Ce dernier omet pourtant de préciser les activités attribuées à certains esclaves sur ces planches : ainsi pouvons recenser également des lavandières, des porteurs de manchys, balayeurs, porteurs à dos d’homme. De même, les légendes accompagnant les lithographies de Potémont évacuent de notre lecture les professions des esclaves : « Le retour du travail » concerne un Noir de pioche et sa famille, le « Jardin » met en scène une domestique apportant des boissons à ses propriétaires. Les informations textuelles relèguent les personnages au rôle de figurant.

Ces iconographies dans leur ensemble donnent à voir une image positive de ces travailleurs de forcés. Le travail dans toutes ses composantes est valorisé. Il n’y a pour ainsi dire aucune vision misérabiliste de la masse servile.

Devons-nous pour autant conclure à un discours généralisateur qui occulte la diversité des situations ? Si les lithographies de Potémont et Roussin semblent confiner à une approche esthétique du sujet traité, les aquarelles de Dumas au contraire font apparaître « une réalité » tout autre : les Noirs de chaîne y cotoient les domestiques et les Noirs de pioche.

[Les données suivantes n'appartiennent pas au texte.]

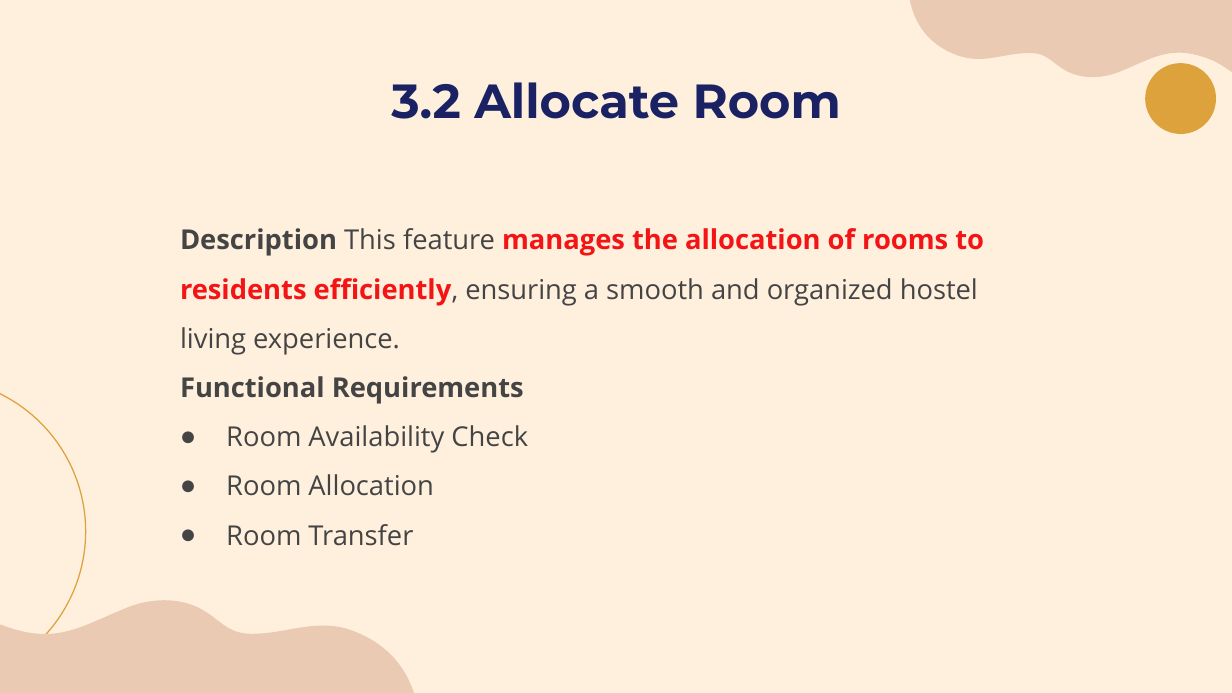
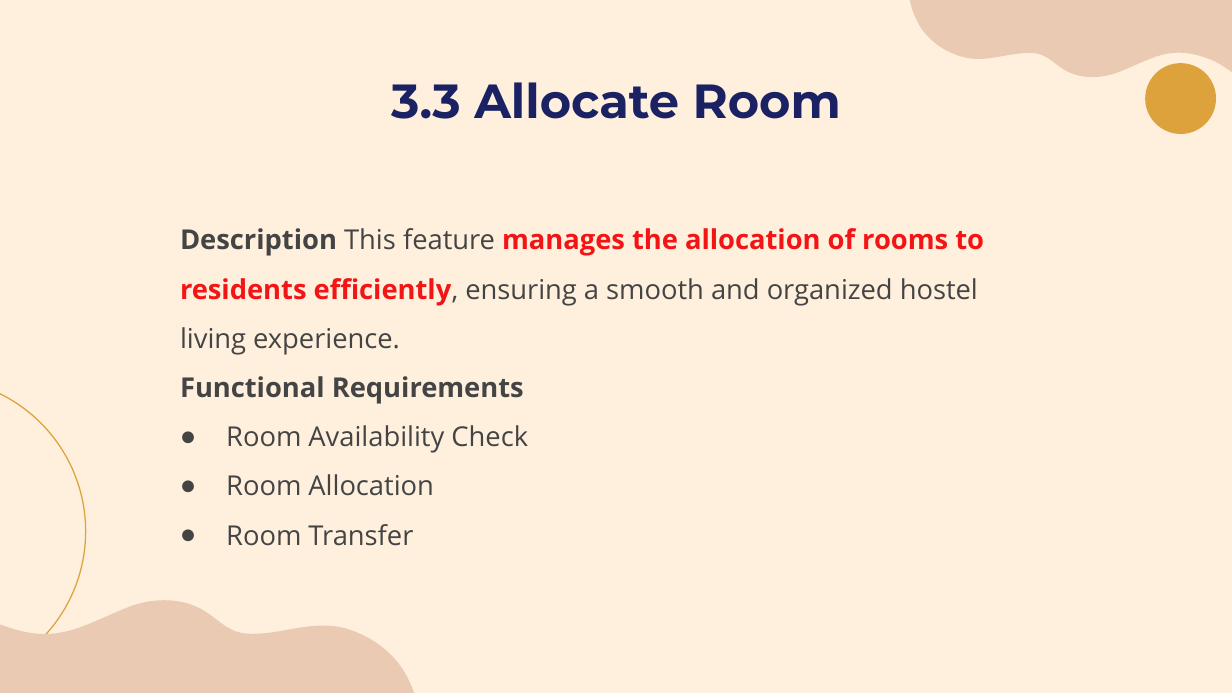
Before and after one commit to laibabintatahir/SRS-HMS, a slide deck: slide 16 of SRS.pptx (slide 14 before the commit). Drawn at 1232x693 pixels with LibreOffice and Linux fonts; fonts in the diff are those of the drawing. Boxes give left, top, right and bottom in pixels: in the first picture for what was removed or moved away, otherwise in the second. Text is boxed around its words. In the diff, an @@ line names an element or a change of style, - is before the commit and + after.

```diff
--- a/SRS.pptx
+++ b/SRS.pptx
@@ title at box(391, 82, 841, 119): text changed @@
-3.2 Allocate Room
+3.3 Allocate Room
```
Also in this commit, not shown: 10 other slides changed, 2 slides added, 2 slides removed, 4 other files.

Ensuite, il convient de rappeler que nous sommes en présence d’un art figuratif , un style artistique, qui utilise comme modèles des objets du réel, les déforme ou les change pour transmettre un message. Il renvoie à un spectacle identifiable du réel ou d’un monde irréel né de la seule imagination de l’artiste. Quoi qu’il en soit ces artistes nous ont laissé des témoignages irremplaçables parce que rares d’une société à un moment donné de son Histoire.